**TASK REQUIREMENTS**
From the material beneath, pull every line with the word "counterbores".

**SOURCE DATA**
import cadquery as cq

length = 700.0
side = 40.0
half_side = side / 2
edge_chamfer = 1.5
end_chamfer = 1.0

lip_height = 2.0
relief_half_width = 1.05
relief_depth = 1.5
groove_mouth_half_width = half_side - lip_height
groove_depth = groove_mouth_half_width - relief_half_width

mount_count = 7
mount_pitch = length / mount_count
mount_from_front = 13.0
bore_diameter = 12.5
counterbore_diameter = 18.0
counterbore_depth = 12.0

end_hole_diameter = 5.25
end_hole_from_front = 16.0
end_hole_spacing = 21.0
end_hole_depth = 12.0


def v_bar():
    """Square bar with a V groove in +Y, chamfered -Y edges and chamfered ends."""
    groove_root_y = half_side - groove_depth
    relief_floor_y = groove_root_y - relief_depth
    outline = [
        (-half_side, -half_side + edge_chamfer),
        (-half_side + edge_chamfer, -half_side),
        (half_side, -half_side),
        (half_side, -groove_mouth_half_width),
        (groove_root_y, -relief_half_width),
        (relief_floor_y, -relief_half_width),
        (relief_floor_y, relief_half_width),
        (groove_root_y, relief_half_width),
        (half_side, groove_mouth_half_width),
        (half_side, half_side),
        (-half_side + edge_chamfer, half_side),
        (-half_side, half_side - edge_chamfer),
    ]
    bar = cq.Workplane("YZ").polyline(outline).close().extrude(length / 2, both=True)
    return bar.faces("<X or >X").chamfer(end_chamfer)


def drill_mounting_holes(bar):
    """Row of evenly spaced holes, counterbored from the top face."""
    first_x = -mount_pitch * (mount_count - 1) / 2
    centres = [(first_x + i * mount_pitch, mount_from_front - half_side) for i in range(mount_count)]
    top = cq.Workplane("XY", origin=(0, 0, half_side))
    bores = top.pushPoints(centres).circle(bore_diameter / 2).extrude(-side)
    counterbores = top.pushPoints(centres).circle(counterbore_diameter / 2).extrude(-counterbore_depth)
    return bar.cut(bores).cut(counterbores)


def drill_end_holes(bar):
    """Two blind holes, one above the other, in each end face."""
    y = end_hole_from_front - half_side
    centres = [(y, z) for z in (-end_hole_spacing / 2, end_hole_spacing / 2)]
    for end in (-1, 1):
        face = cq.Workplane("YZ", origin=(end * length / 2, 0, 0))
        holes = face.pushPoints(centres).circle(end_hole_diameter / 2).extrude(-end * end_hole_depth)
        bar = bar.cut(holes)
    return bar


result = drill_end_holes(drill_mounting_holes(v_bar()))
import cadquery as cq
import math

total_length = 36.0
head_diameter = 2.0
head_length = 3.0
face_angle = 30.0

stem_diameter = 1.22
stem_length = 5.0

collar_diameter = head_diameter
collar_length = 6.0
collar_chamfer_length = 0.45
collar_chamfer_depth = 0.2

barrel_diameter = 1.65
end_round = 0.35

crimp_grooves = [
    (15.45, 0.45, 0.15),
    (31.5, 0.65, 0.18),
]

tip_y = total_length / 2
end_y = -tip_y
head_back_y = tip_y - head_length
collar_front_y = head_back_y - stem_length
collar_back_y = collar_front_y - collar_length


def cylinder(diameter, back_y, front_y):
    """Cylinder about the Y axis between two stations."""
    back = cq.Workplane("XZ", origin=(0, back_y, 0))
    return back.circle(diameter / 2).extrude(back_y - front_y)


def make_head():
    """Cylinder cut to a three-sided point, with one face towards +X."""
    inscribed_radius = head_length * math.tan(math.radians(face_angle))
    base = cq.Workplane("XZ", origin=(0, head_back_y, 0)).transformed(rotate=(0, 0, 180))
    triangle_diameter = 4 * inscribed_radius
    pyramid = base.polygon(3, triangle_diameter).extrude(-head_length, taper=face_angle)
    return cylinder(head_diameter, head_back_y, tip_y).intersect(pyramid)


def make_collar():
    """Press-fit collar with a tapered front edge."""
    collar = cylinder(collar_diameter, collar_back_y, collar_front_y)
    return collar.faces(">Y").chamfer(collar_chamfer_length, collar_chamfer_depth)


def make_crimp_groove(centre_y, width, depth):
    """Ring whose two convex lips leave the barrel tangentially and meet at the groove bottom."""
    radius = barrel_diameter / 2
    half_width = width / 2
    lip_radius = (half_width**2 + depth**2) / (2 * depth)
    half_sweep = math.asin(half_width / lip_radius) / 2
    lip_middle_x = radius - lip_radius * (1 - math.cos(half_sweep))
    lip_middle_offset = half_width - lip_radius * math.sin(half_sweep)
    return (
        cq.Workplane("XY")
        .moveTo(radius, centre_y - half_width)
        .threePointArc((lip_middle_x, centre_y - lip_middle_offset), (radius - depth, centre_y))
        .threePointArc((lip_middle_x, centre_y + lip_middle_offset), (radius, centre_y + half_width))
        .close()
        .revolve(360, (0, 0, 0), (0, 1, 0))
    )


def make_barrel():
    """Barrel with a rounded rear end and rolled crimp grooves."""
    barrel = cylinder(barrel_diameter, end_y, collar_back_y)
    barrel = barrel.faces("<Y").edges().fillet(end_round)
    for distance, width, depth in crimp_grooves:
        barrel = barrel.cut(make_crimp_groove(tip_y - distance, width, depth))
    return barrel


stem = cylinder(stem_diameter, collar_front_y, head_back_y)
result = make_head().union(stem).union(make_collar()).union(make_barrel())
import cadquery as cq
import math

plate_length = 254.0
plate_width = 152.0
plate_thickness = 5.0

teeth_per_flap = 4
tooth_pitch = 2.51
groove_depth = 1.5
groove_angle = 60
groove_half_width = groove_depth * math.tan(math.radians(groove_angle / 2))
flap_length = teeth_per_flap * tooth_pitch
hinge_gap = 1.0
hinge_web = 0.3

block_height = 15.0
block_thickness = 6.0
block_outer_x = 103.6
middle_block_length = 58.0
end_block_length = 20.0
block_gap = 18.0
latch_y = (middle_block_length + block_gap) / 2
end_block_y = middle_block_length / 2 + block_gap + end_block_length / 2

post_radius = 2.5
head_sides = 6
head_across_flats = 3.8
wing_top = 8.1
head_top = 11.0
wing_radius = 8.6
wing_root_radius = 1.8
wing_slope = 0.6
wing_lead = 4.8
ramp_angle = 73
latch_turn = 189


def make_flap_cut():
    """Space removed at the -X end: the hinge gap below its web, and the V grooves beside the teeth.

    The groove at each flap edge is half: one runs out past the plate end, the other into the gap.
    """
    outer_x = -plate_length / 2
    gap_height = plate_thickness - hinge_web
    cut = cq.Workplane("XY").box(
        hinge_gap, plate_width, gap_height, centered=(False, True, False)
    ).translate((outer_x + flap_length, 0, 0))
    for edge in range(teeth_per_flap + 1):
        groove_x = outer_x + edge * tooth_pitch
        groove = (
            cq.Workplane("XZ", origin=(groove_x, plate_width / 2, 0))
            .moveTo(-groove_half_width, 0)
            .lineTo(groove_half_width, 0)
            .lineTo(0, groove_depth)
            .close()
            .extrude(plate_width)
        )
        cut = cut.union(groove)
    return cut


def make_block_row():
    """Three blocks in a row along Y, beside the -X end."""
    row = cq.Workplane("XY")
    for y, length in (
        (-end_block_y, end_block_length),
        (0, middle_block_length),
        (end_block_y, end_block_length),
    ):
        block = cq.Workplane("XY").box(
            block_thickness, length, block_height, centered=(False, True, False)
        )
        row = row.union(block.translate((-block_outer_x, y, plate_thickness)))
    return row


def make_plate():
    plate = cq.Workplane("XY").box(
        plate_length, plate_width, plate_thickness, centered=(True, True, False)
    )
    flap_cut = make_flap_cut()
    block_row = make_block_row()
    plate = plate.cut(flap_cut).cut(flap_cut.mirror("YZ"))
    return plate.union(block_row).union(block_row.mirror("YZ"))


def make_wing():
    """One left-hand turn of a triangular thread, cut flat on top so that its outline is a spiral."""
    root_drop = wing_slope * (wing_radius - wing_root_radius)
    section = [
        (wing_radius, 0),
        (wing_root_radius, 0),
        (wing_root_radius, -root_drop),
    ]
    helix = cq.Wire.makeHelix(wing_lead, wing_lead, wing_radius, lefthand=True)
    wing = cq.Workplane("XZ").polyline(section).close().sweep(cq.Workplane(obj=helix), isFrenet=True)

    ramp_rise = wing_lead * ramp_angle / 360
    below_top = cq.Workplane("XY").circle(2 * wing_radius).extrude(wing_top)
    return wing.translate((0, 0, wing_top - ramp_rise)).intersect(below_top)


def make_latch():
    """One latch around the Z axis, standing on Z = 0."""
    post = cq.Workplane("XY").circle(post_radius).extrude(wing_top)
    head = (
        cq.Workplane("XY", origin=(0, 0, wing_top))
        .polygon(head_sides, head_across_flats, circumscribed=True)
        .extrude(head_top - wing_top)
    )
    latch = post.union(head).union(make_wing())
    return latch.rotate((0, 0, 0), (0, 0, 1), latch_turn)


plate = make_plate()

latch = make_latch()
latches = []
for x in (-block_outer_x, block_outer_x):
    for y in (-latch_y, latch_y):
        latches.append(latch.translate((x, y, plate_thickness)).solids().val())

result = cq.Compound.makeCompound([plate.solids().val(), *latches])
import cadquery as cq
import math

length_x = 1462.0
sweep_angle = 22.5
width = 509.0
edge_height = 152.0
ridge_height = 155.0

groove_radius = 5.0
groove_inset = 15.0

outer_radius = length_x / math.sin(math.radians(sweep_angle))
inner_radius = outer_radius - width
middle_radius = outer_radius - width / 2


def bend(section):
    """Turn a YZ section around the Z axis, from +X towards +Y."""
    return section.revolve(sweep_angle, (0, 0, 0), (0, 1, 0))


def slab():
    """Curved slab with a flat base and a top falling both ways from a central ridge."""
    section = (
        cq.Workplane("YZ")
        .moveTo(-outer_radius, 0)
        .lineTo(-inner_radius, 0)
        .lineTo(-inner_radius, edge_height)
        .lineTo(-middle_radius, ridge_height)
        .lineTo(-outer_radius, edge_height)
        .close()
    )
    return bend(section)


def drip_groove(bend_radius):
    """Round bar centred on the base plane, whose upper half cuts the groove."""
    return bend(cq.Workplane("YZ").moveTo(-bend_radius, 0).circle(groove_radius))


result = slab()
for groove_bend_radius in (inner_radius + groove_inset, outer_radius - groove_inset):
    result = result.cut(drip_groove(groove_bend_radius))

**RESPONSE TO THE EXERCISE**
    counterbores = top.pushPoints(centres).circle(counterbore_diameter / 2).extrude(-counterbore_depth)
    return bar.cut(bores).cut(counterbores)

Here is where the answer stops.